── Material for this task ──

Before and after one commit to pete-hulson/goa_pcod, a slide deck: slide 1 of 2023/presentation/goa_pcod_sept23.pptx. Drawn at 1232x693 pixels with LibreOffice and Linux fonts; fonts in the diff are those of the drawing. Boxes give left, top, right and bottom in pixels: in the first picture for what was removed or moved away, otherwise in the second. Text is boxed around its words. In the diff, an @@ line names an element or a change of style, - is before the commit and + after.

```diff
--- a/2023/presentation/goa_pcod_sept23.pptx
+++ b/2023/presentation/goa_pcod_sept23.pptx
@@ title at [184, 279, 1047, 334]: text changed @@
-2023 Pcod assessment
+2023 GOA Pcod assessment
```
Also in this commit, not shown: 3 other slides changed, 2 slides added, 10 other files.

───
── Material for this task ──

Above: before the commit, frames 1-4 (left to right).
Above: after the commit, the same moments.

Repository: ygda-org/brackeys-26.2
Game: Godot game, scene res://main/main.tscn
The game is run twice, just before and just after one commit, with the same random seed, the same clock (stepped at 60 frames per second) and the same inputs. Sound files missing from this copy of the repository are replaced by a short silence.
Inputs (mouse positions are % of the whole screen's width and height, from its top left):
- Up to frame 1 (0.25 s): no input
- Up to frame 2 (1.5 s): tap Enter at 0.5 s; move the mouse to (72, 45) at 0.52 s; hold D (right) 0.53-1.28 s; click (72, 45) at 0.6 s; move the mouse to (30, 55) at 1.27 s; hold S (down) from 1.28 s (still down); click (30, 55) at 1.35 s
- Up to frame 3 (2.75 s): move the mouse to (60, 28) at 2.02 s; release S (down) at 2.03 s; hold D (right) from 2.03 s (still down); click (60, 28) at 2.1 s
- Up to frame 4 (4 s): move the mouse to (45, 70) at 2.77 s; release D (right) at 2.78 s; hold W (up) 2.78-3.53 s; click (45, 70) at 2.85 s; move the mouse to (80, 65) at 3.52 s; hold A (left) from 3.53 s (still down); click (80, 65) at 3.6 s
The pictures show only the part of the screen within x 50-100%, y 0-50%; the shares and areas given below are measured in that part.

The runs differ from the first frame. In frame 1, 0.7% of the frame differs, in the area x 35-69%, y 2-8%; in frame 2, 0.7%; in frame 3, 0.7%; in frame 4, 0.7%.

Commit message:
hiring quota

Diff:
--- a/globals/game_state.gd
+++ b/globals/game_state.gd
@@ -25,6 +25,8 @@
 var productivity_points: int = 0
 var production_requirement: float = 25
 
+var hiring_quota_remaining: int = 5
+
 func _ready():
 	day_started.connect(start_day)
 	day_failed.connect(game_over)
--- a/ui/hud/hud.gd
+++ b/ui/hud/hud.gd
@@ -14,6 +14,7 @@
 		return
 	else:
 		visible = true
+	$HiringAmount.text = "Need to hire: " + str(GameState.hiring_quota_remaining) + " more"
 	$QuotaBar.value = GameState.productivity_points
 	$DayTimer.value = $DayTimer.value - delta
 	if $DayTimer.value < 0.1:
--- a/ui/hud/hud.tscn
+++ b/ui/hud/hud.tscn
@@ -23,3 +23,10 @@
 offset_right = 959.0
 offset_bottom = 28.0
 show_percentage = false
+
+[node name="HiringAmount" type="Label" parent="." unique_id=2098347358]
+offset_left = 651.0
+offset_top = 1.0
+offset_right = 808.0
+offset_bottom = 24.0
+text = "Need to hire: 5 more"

───
── Material for this task ──

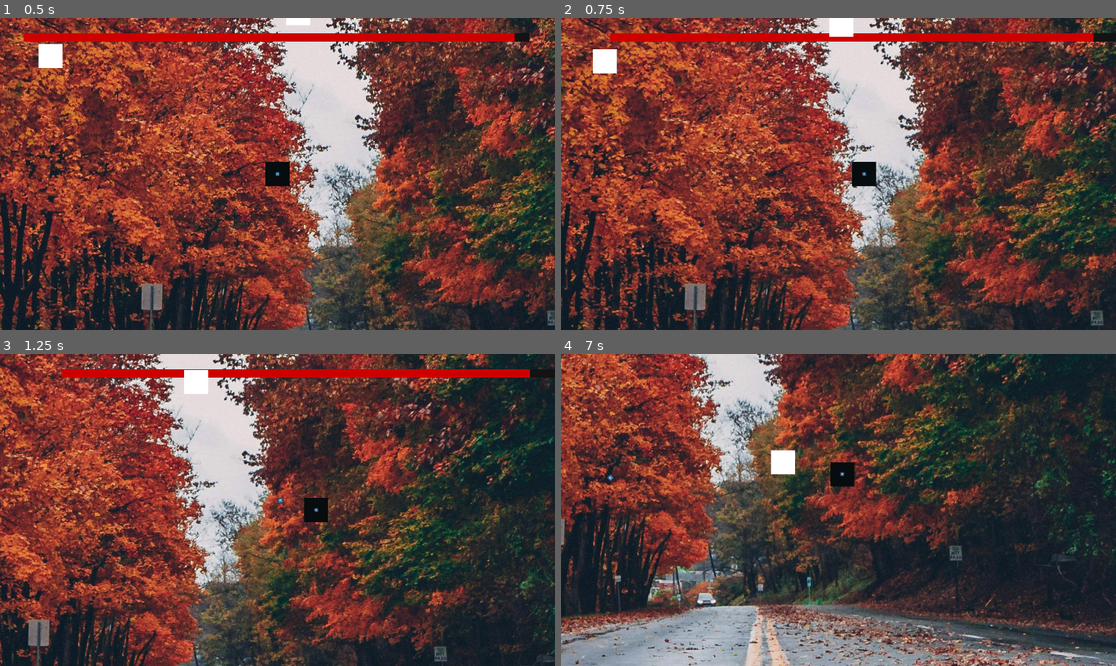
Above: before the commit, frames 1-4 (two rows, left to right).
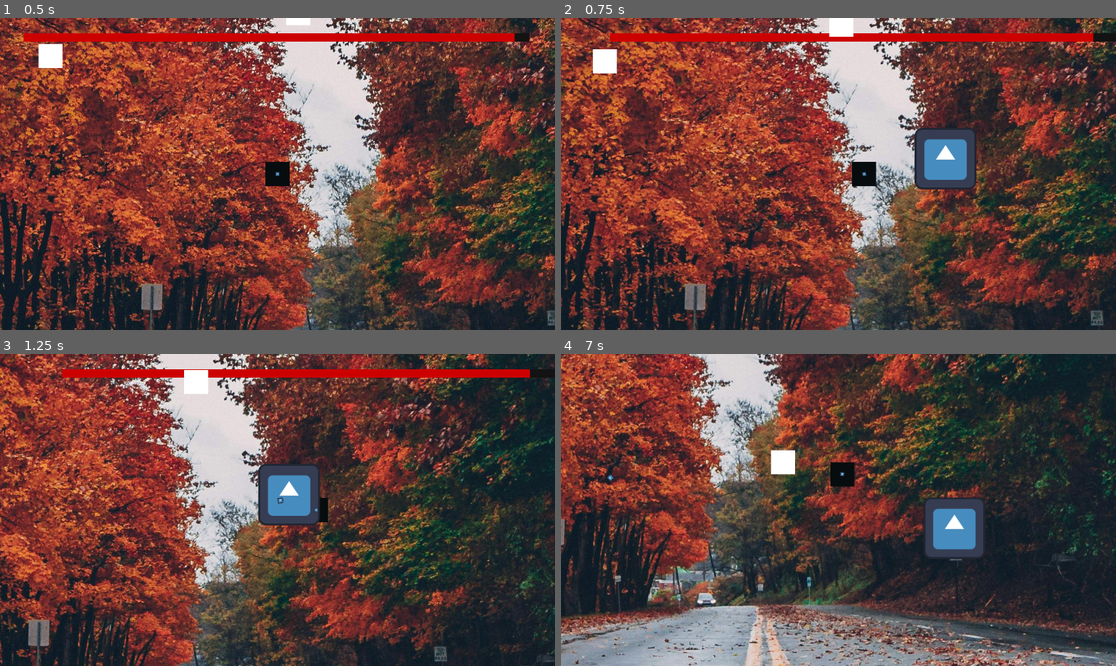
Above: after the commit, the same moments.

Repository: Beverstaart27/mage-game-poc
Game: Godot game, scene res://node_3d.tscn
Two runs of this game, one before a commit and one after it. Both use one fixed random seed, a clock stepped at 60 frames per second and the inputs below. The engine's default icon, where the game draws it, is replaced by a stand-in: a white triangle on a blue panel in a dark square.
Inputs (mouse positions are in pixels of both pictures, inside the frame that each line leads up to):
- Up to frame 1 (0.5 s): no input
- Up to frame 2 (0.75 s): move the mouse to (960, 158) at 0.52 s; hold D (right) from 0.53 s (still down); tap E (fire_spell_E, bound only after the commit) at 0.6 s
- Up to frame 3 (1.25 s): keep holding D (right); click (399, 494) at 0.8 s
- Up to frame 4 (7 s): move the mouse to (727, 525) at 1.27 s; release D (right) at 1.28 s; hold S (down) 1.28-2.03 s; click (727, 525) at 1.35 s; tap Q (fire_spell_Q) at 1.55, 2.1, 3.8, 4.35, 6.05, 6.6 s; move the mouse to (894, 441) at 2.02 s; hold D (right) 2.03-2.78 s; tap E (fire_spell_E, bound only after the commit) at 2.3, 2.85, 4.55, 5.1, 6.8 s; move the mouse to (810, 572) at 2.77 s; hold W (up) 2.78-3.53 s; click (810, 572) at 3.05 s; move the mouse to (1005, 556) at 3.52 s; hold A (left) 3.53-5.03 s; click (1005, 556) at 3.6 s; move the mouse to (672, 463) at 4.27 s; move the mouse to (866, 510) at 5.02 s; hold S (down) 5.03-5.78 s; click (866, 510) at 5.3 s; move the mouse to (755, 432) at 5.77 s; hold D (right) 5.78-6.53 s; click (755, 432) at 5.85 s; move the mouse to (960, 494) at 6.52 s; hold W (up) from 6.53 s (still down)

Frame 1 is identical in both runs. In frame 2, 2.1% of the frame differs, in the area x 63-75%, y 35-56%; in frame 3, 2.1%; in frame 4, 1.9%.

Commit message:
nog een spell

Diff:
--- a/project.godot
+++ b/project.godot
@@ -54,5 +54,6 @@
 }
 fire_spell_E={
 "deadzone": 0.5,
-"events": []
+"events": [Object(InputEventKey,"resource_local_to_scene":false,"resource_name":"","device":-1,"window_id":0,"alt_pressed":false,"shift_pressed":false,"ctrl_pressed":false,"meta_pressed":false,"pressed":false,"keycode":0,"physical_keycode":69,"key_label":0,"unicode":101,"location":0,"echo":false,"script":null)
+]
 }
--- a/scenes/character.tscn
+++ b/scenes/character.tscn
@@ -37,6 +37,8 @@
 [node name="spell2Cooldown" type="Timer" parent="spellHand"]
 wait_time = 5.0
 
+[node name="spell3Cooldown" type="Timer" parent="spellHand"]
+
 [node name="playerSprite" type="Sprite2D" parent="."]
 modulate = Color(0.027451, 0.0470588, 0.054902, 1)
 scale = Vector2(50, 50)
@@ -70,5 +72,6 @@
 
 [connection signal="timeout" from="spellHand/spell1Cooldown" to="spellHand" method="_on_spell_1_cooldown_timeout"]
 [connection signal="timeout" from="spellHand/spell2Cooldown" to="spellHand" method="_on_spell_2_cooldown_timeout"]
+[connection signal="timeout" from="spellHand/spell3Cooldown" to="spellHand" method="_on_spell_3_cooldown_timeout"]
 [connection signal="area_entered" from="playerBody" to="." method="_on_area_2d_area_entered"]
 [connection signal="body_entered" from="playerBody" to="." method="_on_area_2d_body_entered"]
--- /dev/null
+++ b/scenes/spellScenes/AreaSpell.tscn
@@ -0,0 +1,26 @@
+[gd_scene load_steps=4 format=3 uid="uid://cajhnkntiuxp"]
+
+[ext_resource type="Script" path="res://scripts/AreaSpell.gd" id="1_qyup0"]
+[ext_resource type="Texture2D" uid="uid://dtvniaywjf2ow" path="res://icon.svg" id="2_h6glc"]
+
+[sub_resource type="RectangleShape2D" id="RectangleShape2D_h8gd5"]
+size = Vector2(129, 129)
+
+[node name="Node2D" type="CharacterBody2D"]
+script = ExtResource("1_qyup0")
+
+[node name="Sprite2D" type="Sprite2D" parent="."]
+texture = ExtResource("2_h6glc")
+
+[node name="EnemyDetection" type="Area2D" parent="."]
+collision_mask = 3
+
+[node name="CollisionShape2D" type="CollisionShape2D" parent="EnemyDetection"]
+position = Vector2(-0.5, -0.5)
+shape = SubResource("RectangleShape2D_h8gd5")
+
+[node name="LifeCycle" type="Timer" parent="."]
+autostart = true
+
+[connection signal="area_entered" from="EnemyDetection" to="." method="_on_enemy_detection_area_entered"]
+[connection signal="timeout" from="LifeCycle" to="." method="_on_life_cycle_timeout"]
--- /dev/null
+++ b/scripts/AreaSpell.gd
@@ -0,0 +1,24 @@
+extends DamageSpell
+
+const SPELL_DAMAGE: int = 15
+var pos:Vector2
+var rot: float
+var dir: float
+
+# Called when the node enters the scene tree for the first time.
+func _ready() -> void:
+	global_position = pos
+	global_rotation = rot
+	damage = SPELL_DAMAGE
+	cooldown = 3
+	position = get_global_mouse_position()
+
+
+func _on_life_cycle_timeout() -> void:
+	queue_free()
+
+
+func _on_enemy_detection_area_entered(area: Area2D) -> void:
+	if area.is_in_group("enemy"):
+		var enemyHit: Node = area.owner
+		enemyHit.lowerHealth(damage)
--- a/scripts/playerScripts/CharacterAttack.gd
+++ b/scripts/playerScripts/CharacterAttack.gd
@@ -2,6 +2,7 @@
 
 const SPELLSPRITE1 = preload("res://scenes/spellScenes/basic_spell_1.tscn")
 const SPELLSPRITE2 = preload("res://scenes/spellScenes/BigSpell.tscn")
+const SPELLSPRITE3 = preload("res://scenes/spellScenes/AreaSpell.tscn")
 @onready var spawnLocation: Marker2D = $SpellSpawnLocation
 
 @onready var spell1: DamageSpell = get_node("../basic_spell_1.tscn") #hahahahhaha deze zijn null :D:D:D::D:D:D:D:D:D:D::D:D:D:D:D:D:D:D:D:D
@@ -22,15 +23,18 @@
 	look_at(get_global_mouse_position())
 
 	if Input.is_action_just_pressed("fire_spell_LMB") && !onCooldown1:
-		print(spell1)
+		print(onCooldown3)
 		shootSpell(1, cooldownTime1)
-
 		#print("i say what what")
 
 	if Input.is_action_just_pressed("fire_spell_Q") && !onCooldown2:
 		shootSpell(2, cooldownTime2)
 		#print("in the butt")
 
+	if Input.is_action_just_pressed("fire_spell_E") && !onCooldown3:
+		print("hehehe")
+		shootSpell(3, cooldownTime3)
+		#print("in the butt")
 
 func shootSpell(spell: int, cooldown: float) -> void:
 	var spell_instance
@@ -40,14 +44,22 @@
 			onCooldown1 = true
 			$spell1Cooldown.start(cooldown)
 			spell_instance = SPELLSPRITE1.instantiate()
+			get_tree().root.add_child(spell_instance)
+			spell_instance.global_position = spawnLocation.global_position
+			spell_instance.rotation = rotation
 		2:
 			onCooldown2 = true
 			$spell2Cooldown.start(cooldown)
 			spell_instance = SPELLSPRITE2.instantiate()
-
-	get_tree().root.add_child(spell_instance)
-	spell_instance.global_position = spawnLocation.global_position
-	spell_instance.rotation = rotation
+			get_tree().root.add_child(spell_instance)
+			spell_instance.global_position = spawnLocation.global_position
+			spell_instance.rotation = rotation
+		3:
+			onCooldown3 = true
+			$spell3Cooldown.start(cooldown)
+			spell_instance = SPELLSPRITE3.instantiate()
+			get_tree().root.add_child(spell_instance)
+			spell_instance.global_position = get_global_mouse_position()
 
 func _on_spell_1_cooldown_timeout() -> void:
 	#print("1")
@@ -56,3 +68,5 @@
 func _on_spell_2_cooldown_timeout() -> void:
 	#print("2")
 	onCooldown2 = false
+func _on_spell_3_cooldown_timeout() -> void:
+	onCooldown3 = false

───

● What to produce: A count alone is required. How many lines in the entries contain the string "below"?

● Reply: 2